*How to complete this task*
Your job with the data below: print everything from the line that holds "plate_corner_radius = 5.0" down to the line that holds "rise = math.tan(top_edge_angle)", ends included, exactly, and nothing else.

[Opening Given data section]

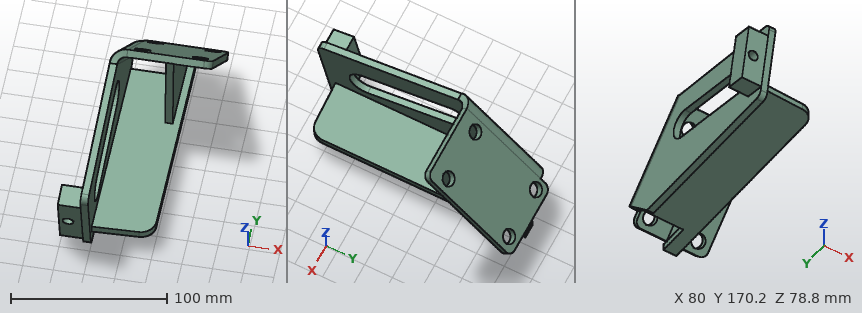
import cadquery as cq
import math


sheet = 5.0
bend_inner_radius = 5.0
bend_outer_radius = bend_inner_radius + sheet

flange_right = 65.0
flange_left = bend_outer_radius
flange_width = flange_right - flange_left
flange_out = 36.0
flange_inner_out = flange_out - sheet
flange_length = 85.06
flange_corner_radius = 5.0
hole_diameter = 10.0
hole_first_x = 18.0
hole_pitch_x = 37.5
hole_first_up = -0.9
hole_pitch_up = 61.7

bend_line_out = flange_out - bend_outer_radius
bend_line_top = 78.2
bend_trim_margin = 1.0
top_edge_angle = math.radians(10.0)
front_edge_slope = 0.2
front_edge_angle = math.atan(front_edge_slope)
front_edge_foot_y = -127.56
plate_corner_radius = 5.0

slot_width = 21.4
slot_centre_distance = 65.0
slot_rear_centre = (-40.5, 45.1)

base_bottom = 10.0
base_top = base_bottom + sheet
base_right = 45.0
base_front_left_y = -125.0
base_front_right_y = -123.5
base_notch_y = base_bottom
base_corner_radius = 10.0

rib_left = 35.0
rib_top = 71.4
rib_front_lean = 3.0

block_width = 15.0
block_depth = 15.0
block_length = 40.0
block_start = 6.6
block_hole_diameter = 7.0
block_hole_x = -9.0

root_two = math.sqrt(2.0)
flange_bottom = base_top * root_two - flange_inner_out
flange_top = flange_bottom + flange_length
base_rear_y = (flange_out - flange_bottom) / root_two

up_direction = cq.Vector(0, -1, 1)
out_direction = cq.Vector(0, 1, 1)


def slope_point(out, up):
    """(Y, Z) of a point given square to the flange and along it."""
    return ((out - up) / root_two, (out + up) / root_two)


def yz_plane(x):
    """Plane square to X whose local axes are Y and Z."""
    return cq.Workplane("YZ", origin=(x, 0, 0))


def make_side_plate():
    bend_bottom_point = slope_point(bend_line_out, 0)
    bend_top_point = slope_point(bend_line_out, bend_line_top)
    rise = math.tan(top_edge_angle)
    top_at_foot = bend_top_point[1] - rise * (bend_top_point[0] - front_edge_foot_y)
    front_top_z = top_at_foot / (1 + rise * front_edge_slope)
    front_top_y = front_edge_foot_y - front_edge_slope * front_top_z
    plate = (
        yz_plane(0)
        .polyline([
            (0, 0),
            bend_bottom_point,
            bend_top_point,
            (front_top_y, front_top_z),
            (front_edge_foot_y, 0),
        ])
        .close()
        .extrude(sheet)
    )
    front_edges = cq.selectors.BoxSelector(
        (-sheet, front_top_y - sheet, -sheet),
        (2 * sheet, front_edge_foot_y + sheet, front_top_z + sheet),
    )
    plate = plate.edges("|X").edges(front_edges).fillet(plate_corner_radius)
    slot_centre = (
        slot_rear_centre[0] - slot_centre_distance / 2 * math.cos(front_edge_angle),
        slot_rear_centre[1] - slot_centre_distance / 2 * math.sin(front_edge_angle),
    )
    slot = (
        yz_plane(0)
        .center(*slot_centre)
        .slot2D(slot_centre_distance + slot_width, slot_width, math.degrees(front_edge_angle))
        .extrude(sheet)
    )
    return plate.cut(slot)


def make_bend():
    """Quarter bend whose upper end climbs evenly from the flange to the side plate.

    It is built upright about its own axis: X starts towards the flange, Z is up the slope.
    """
    climb = bend_line_top - flange_top
    tube = (
        cq.Workplane("XY")
        .circle(bend_outer_radius)
        .circle(bend_inner_radius)
        .extrude(bend_line_top)
    )
    quarter = cq.Workplane("XY").rect(bend_outer_radius, bend_outer_radius, centered=False)
    bend = tube.intersect(quarter.extrude(bend_line_top))
    trim_inner_radius = bend_inner_radius - bend_trim_margin
    trim_outer_radius = bend_outer_radius + bend_trim_margin
    path = cq.Wire.makeHelix(4 * climb, climb, trim_inner_radius)
    strip = cq.Workplane("XZ").polyline([
        (trim_inner_radius, flange_top),
        (trim_outer_radius, flange_top),
        (trim_outer_radius, bend_line_top + climb),
        (trim_inner_radius, bend_line_top + climb),
    ]).close()
    bend = bend.cut(strip.sweep(cq.Workplane(path), isFrenet=True))
    axis_y, axis_z = slope_point(bend_line_out, 0)
    bend_frame = cq.Plane((bend_outer_radius, axis_y, axis_z), out_direction, up_direction)
    return cq.Workplane(bend.solids().val().moved(cq.Location(bend_frame)))


def make_flange():
    frame = cq.Plane((0, 0, 0), cq.Vector(1, 0, 0), out_direction)
    face = cq.Workplane(frame).workplane(offset=flange_inner_out)
    flange = (
        face
        .center(flange_left + flange_width / 2, -(flange_bottom + flange_top) / 2)
        .rect(flange_width, flange_length)
        .extrude(sheet)
    )
    rounded_corners = [
        (flange_left, flange_bottom),
        (flange_right, flange_bottom),
        (flange_right, flange_top),
    ]
    for x, up in rounded_corners:
        corner = cq.Vector(x, *slope_point(flange_out - sheet / 2, up))
        flange = flange.edges(cq.selectors.NearestToPointSelector(corner.toTuple())).fillet(
            flange_corner_radius
        )
    hole_centres = [
        (hole_first_x + column * hole_pitch_x, -(hole_first_up + row * hole_pitch_up))
        for column in range(2)
        for row in range(2)
    ]
    holes = face.pushPoints(hole_centres).circle(hole_diameter / 2).extrude(sheet)
    return flange.cut(holes)


def make_bracket():
    return make_side_plate().union(make_bend()).union(make_flange())


def make_base_plate():
    plate = (
        cq.Workplane("XY", origin=(0, 0, base_bottom))
        .polyline([
            (sheet, base_front_left_y),
            (base_right, base_front_right_y),
            (base_right, base_rear_y),
            (rib_left, base_rear_y),
            (rib_left, base_notch_y),
            (sheet, base_notch_y),
        ])
        .close()
        .extrude(sheet)
    )
    return plate.edges("|Z").edges(">X").edges("<Y").fillet(base_corner_radius)


def make_rib():
    """Triangular web between the base plate and the underside of the flange."""
    rib_top_y = flange_inner_out * root_two - rib_top
    return (
        yz_plane(rib_left)
        .polyline([
            slope_point(flange_inner_out, flange_bottom),
            (rib_top_y, rib_top),
            (rib_top_y - rib_front_lean, base_top),
        ])
        .close()
        .extrude(sheet)
    )


def make_block():
    """Block on the outside of the side plate, flush with its leaning front edge."""
    along = cq.Vector(0, -math.sin(front_edge_angle), math.cos(front_edge_angle))
    foot = cq.Vector(0, front_edge_foot_y - front_edge_slope * block_start, block_start)
    middle = foot + along * (block_length / 2)
    inward = cq.Vector(0, math.cos(front_edge_angle), math.sin(front_edge_angle))
    front_face = cq.Workplane(cq.Plane(middle, cq.Vector(1, 0, 0), inward))
    block = front_face.center(-block_width / 2, 0).rect(block_width, block_length).extrude(block_depth)
    hole = front_face.center(block_hole_x, 0).circle(block_hole_diameter / 2).extrude(block_depth)
    return block.cut(hole)


bracket = make_bracket()
base_plate = make_base_plate()
rib = make_rib()
block = make_block()

bodies = [bracket, base_plate, rib, block]
result = cq.Compound.makeCompound([body.solids().val() for body in bodies])

[Closing Given data section]

*Response below*
plate_corner_radius = 5.0

slot_width = 21.4
slot_centre_distance = 65.0
slot_rear_centre = (-40.5, 45.1)

base_bottom = 10.0
base_top = base_bottom + sheet
base_right = 45.0
base_front_left_y = -125.0
base_front_right_y = -123.5
base_notch_y = base_bottom
base_corner_radius = 10.0

rib_left = 35.0
rib_top = 71.4
rib_front_lean = 3.0

block_width = 15.0
block_depth = 15.0
block_length = 40.0
block_start = 6.6
block_hole_diameter = 7.0
block_hole_x = -9.0

root_two = math.sqrt(2.0)
flange_bottom = base_top * root_two - flange_inner_out
flange_top = flange_bottom + flange_length
base_rear_y = (flange_out - flange_bottom) / root_two

up_direction = cq.Vector(0, -1, 1)
out_direction = cq.Vector(0, 1, 1)


def slope_point(out, up):
    """(Y, Z) of a point given square to the flange and along it."""
    return ((out - up) / root_two, (out + up) / root_two)


def yz_plane(x):
    """Plane square to X whose local axes are Y and Z."""
    return cq.Workplane("YZ", origin=(x, 0, 0))


def make_side_plate():
    bend_bottom_point = slope_point(bend_line_out, 0)
    bend_top_point = slope_point(bend_line_out, bend_line_top)
    rise = math.tan(top_edge_angle)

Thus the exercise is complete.